Another permutation of this problem lies in code that dynamically loads
modules based on the URL or other request information. A well-publicized
example came from the world of Ruby on Rails. Prior to mid-2006,
Rails used URLs like http://example.com/person/poke/1
directly to
load modules and call methods. The result was that a
carefully constructed URL could automatically load arbitrary code,
including a database reset script!
If your code ever needs to read or write files based on user input, you need to sanitize the requested path very carefully to ensure that an attacker isn't able to escape from the base directory you're restricting access to.
Note
Needless to say, you should never write code that can read from any area of the disk!
A good example of how to do this escaping lies in Django's built-in static
content-serving view (in django.views.static
). Here's the relevant code:
import os import posixpath # ... path = posixpath.normpath(urllib.unquote(path)) newpath = '' for part in path.split('/'): if not part: # strip empty path components continue drive, part = os.path.splitdrive(part) head, part = os.path.split(part) if part in (os.curdir, os.pardir): # strip '.' and '..' in path continue newpath = os.path.join(newpath, part).replace('\\', '/')
Django doesn't read files (unless you use the static.serve
function, but that's protected with the code just shown), so this
vulnerability doesn't affect the core code much.

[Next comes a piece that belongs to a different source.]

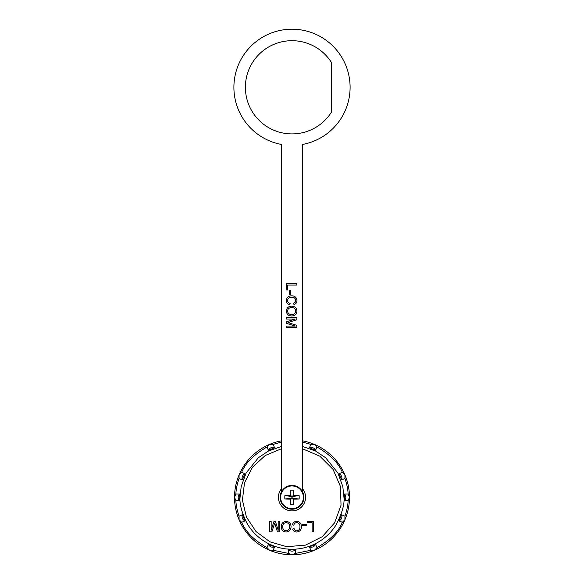 <?xml version="1.0" encoding="UTF-8"?>
<svg xmlns="http://www.w3.org/2000/svg" width="584" height="584" viewBox="0 0 584 584"><rect width="100%" height="100%" fill="white"/><g stroke="black" fill="none" stroke-linecap="round" stroke-linejoin="round"><path stroke-width="0.88" d="M303.899 497.349A11.899 11.899 0 0 0 292.022 485.428A11.899 11.899 0 0 0 280.101 497.305A11.899 11.899 0 0 0 291.978 509.219A11.899 11.899 0 0 0 303.899 497.349A11.899 11.899 0 0 1 291.978 509.219A11.899 11.899 0 0 1 280.101 497.305M292.022 485.939A11.381 11.381 0 0 0 280.619 497.305A11.381 11.381 0 0 0 291.978 508.708A11.381 11.381 0 0 0 303.381 497.342A11.381 11.381 0 0 0 292.022 485.939M290.175 499.145A20.601 2.073 0.1 0 1 284.861 499.013A19.549 12.249 -89.9 0 1 284.868 495.612A20.601 2.073 -179.9 0 1 290.182 495.495A20.601 2.073 90.1 0 1 290.314 490.188A19.549 12.249 0.1 0 1 292.015 490.144A19.549 12.249 0.1 0 1 293.716 490.195L292.92 496.407L293.825 495.502A20.601 2.073 -179.9 0 1 299.139 495.634A19.549 12.249 90.1 0 1 299.132 499.043A20.601 2.073 0.1 0 1 293.818 499.152A20.601 2.073 -89.9 0 1 293.686 504.459A19.549 12.249 -179.9 0 1 291.985 504.503A19.549 12.249 -179.9 0 1 290.284 504.452L291.08 498.24L290.175 499.145A20.601 2.073 90.1 0 0 290.284 504.452M293.825 495.502A20.601 2.073 -89.9 0 0 293.716 490.195M290.182 495.495L291.08 496.4L290.314 490.188M293.818 499.152L292.92 498.247L293.686 504.459M292.92 496.407L291.08 496.4L291.08 498.24L292.92 498.247L292.92 496.407L299.139 495.634M284.861 499.013L291.08 498.24M284.868 495.612L291.08 496.4M299.132 499.043L292.92 498.247M281.313 488.954A13.578 13.578 0 0 0 292 510.898A13.578 13.578 0 0 0 302.687 488.954M302.687 446.49L315.521 451.009L325.595 457.703L337.873 472.945L342.823 486.589L343.947 497.327C344.684 504.109 342.136 513.154 336.304 524.447C330.048 535.178 314.827 549.128 292 549.274L286.54 548.982C265.486 546.595 252.514 533.243 246.879 523.067C241.696 512.394 239.418 503.817 240.053 497.327L241.177 486.589L246.127 472.945L258.405 457.703L268.479 451.009L281.313 446.49M281.313 448.826L265.231 455.498L252.441 467.302L244.506 482.8L242.418 500.086L246.419 517.03L256.018 531.557L270.056 541.872L286.781 546.712L305.512 545.113L322.215 536.732L334.639 522.789L341.027 505.24L340.487 486.574L333.084 469.419L319.864 456.214L302.687 448.826M281.313 442.139L273.144 444.373L274.582 447.738L268.428 450.344L267.005 446.972C253.872 454.637 245.419 463.09 241.652 472.332L245.024 473.755L242.411 479.902L239.046 478.471C237.075 484.413 236.024 489.589 235.885 493.991L239.549 493.984L239.783 497.327L239.549 500.663L235.885 500.656C236.024 505.058 237.075 510.234 239.046 516.183L242.411 514.745L245.024 520.891L241.652 522.315C245.419 531.564 253.872 540.01 267.005 547.675L268.428 544.303L274.582 546.909L273.144 550.281L288.664 553.435L288.657 549.778L295.343 549.778L295.336 553.435L292 554.8A57.473 57.473 0 0 0 302.687 440.854A57.473 57.473 0 0 1 314.455 444.417L316.995 446.972L315.572 450.344L309.418 447.738L310.856 444.373L314.455 444.417A57.473 57.473 0 0 1 344.903 474.865L344.954 478.471L341.589 479.902L338.976 473.755L342.348 472.332L344.903 474.865A57.473 57.473 0 0 1 349.473 497.327L348.115 500.656L344.451 500.663L344.451 493.984L348.115 493.991L349.473 497.327A57.473 57.473 0 0 1 344.903 519.782L342.348 522.315L338.976 520.891L341.589 514.745L344.954 516.183L344.903 519.782A57.473 57.473 0 0 1 314.455 550.23L310.856 550.281L309.418 546.909L315.572 544.303L316.995 547.675C330.128 540.01 338.581 531.564 342.348 522.315M267.005 446.972L269.545 444.417L273.144 444.373M273.144 550.281L269.545 550.23A57.473 57.473 0 0 0 314.455 550.23L316.995 547.675M348.115 493.991C347.976 489.589 346.925 484.413 344.954 478.471M342.348 472.332C338.581 463.09 330.128 454.637 316.995 446.972M310.856 444.373L302.687 442.139M295.336 553.435L310.856 550.281M344.954 516.183C346.925 510.234 347.976 505.058 348.115 500.656M281.313 440.854A57.473 57.473 0 0 0 239.097 474.865L241.652 472.332M292 554.8L288.664 553.435M241.652 522.315L239.097 519.782A57.473 57.473 0 0 0 269.545 550.23L267.005 547.675M235.885 500.656L234.527 497.327A57.473 57.473 0 0 0 239.097 519.782L239.046 516.183M239.046 478.471L239.097 474.865A57.473 57.473 0 0 0 234.527 497.327L235.885 493.991M278.188 521.534L279.648 521.534L279.648 531.885L277.451 531.885L274.677 523.103L271.881 531.885L269.698 531.885L269.698 521.534L271.159 521.534L271.159 530.294L273.918 521.534L275.444 521.534L278.188 530.294L278.188 521.534M286.145 521.403C289.241 521.702 290.876 523.425 291.058 526.571C291 529.878 289.365 531.688 286.145 532.017C282.977 531.696 281.349 529.922 281.24 526.695C281.357 523.476 282.992 521.716 286.145 521.403M289.598 526.556C289.576 524.206 288.43 522.884 286.153 522.6C283.824 522.906 282.678 524.271 282.7 526.702C282.678 529.126 283.824 530.498 286.131 530.819C288.54 530.498 289.701 529.075 289.598 526.556M296.745 522.6C295.132 522.709 294.161 523.578 293.84 525.191L292.38 524.848C292.956 522.658 294.365 521.505 296.606 521.403C299.782 521.68 301.38 523.476 301.402 526.783C301.337 529.965 299.745 531.71 296.636 532.017C294.591 531.966 293.263 530.958 292.65 529.009L294.11 528.695C294.467 530.046 295.336 530.754 296.708 530.819C298.942 530.513 300.023 529.17 299.942 526.79C300.067 524.374 299.001 522.972 296.745 522.6M302.592 524.585L306.439 524.585L306.439 525.783L302.592 525.783L302.592 524.585M307.235 521.534L313.601 521.534L313.601 531.885L312.148 531.885L312.148 522.731L307.235 522.731L307.235 521.534M292 40.697A46.611 46.611 0 0 0 245.389 87.308A46.611 46.611 0 0 0 331.369 112.259L331.369 62.357A46.611 46.611 0 0 0 292 40.697M302.687 492.1L302.687 144.423A58.108 58.108 0 0 0 292 29.2A58.108 58.108 0 0 0 281.313 144.423L281.313 492.1M286.481 319.032L286.481 317.572L296.833 317.572L296.833 319.769L288.051 322.55L296.833 325.346L296.833 327.522L286.481 327.522L286.481 326.062L295.234 326.062L286.481 323.302L286.481 321.777L295.234 319.032L286.481 319.032M286.35 311.075C286.649 307.98 288.372 306.344 291.518 306.169C294.825 306.22 296.636 307.856 296.964 311.082C296.643 314.243 294.869 315.878 291.642 315.981C288.423 315.871 286.656 314.236 286.35 311.075M291.504 307.629C289.153 307.651 287.832 308.797 287.547 311.068C287.854 313.396 289.219 314.55 291.65 314.521C294.073 314.542 295.446 313.404 295.767 311.089C295.446 308.68 294.022 307.527 291.504 307.629M287.547 300.483C287.656 302.096 288.518 303.059 290.138 303.381L289.795 304.841C287.605 304.271 286.452 302.862 286.35 300.614C286.627 297.438 288.423 295.84 291.73 295.825C294.913 295.891 296.657 297.482 296.964 300.585C296.906 302.636 295.906 303.965 293.956 304.578L293.642 303.118C294.993 302.753 295.701 301.892 295.767 300.519C295.46 298.285 294.117 297.205 291.737 297.278C289.321 297.154 287.919 298.22 287.547 300.483M289.533 294.628L289.533 290.781L290.73 290.781L290.73 294.628L289.533 294.628M286.481 289.985L286.481 283.62L296.833 283.62L296.833 285.08L287.678 285.08L287.678 289.985L286.481 289.985M341.589 479.902A4.774 4.752 -113 0 0 338.976 473.755M274.582 447.738A4.774 4.752 157 0 0 268.428 450.344M338.976 520.891A4.774 4.752 -67 0 0 341.589 514.745M315.572 450.344A4.774 4.752 -157 0 0 309.418 447.738M344.451 500.663A4.774 4.752 -90 0 0 344.451 493.984M239.549 493.984A4.774 4.752 90 0 0 239.549 500.663M245.024 473.755A4.774 4.752 113 0 0 242.411 479.902M242.411 514.745A4.774 4.752 67 0 0 245.024 520.891M288.657 549.778A4.774 4.752 0 0 0 295.343 549.778M268.428 544.303A4.774 4.752 23 0 0 274.582 546.909M309.418 546.909A4.774 4.752 -23 0 0 315.572 544.303"/></g></svg>

In addition, the use of the URLconf abstraction means that Django will never load code you've not explicitly told it to load. There's no way to create a URL that causes Django to load something not mentioned in a URLconf.
During development, being able to see tracebacks and errors live in your browser is extremely useful. Django has "pretty" and informative debug messages specifically to make debugging easier.
However, if these errors get displayed once the site goes live, they can reveal aspects of your code or configuration that could aid an attacker.
Furthermore, errors and tracebacks aren't at all useful to end users. Django's philosophy is that site visitors should never see application-related error messages. If your code raises an unhandled exception, a site visitor should not see the full traceback -- or any hint of code snippets or Python (programmer-oriented) error messages. Instead, the visitor should see a friendly "This page is unavailable" message.
Naturally, of course, developers need to see tracebacks to debug problems in their code. So the framework should hide all error messages from the public, but it should display them to the trusted site developers.
As we covered in Chapter 12, Django's DEBUG
setting controls the display of
these error messages. Make sure to set this to False
when you're ready to
deploy.
Users deploying under Apache and mod_python (also see Chapter 12) should also
make sure they have PythonDebug Off
in their Apache conf files; this will
suppress any errors that occur before Django has had a chance to load.
We hope all this talk of security problems isn't too intimidating. It's true that the Web can be a wild world, but with a little bit of foresight, you can have a secure Web site.
Keep in mind that Web security is a constantly changing field; if you're reading the dead-tree version of this book, be sure to check more up to date security resources for any new vulnerabilities that have been discovered. In fact, it's always a good idea to spend some time each week or month researching and keeping current on the state of Web application security. It's a small investment to make, but the protection you'll get for your site and your users is priceless.
You've reached the end of our regularly scheduled program. The following appendixes all contain reference material that you might need as you work on your Django projects.
We wish you the best of luck in running your Django site, whether it's a little toy for you and a few friends, or the next Google.